Here's a quiz for those Cannes cineastes out there who think they know everything about the festival. Name a Cannes film in which the main theme is someone who goes on a spiritual journey into the past to unveil a secret. If you hit on Citizen Kane, that's worth a point. Wild Strawberries will get you three. If you mention Pavel Lungin's Luna Park, a 1992 Cannes competition entry, that counts for five. If you name My Home Made South African Movie ­ that outstanding documentary by Jens Meurer, the producer of Nana Djordjadze's delightfully amusing Summer Of 27 Missing Kisses, presented this year in the Directors' Fortnight ­ give yourself eight points. But if you name Sabine Franel's Le Premier Du Nom (The First Name), a French-Swiss co-production programmed in Certain Regard, you've hit the jackpot.
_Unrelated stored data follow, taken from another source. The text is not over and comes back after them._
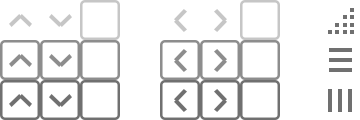
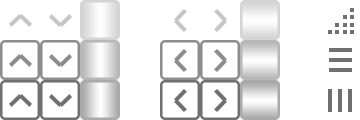
Two versions of the same layered image (360px x 120px). Layer-by-layer changes:
renamed "圆角矩形" to "正常", opacity 100% → 30%, painted on it over [80,0,120,40]
removed group "滚动条-高亮" (1st of 2, in "垂直滚动条") (1 layers) (was 80%) from group "垂直滚动条" over [80,40,120,80]
renamed "圆角矩形" to "高亮", opacity 100% → 50%, moved it into group "滚动条", painted on it over [80,40,120,80]
removed group "滚动条-按下" (1st of 2, in "垂直滚动条") (1 layers) from group "垂直滚动条" over [80,80,120,120]
renamed "圆角矩形" to "按下", opacity 100% → 60%, moved it into group "滚动条", painted on it over [80,80,120,120]
renamed "圆角矩形" to "正常", opacity 40% → 30%, painted on it over [240,0,280,40]
removed group "滚动条-高亮" (2nd of 2, in "水平滚动条") (1 layers) (was 80%) from group "水平滚动条" over [240,40,280,80]
renamed "圆角矩形" to "高亮", opacity 100% → 50%, moved it into group "滚动条", painted on it over [240,40,280,80]
removed group "滚动条-按下" (2nd of 2, in "水平滚动条") (1 layers) from group "水平滚动条" over [240,80,280,120]
renamed "圆角矩形" to "按下", opacity 100% → 60%, moved it into group "滚动条", painted on it over [240,80,280,120]
hid "背景" over [80,0,280,120]

Sabine Franel is better known as a film editor, who has collaborated with Manoel de Oliveira, among others. On the side, and on separate occasions for various reasons, she has made three candid, insightful short films: Les Bottes De Défunct (The Boots Of The Deceased) (1979), Leyla Zana, La Pasionaria Des Kurdes (Leyla Zana, The Pasionaria Of The Kurds) (1996) and Bloc-notes (Block Notes) (1997). With her first feature film, Le Premier Du Nom (The First Name), she's contending for Camera d'Or honours.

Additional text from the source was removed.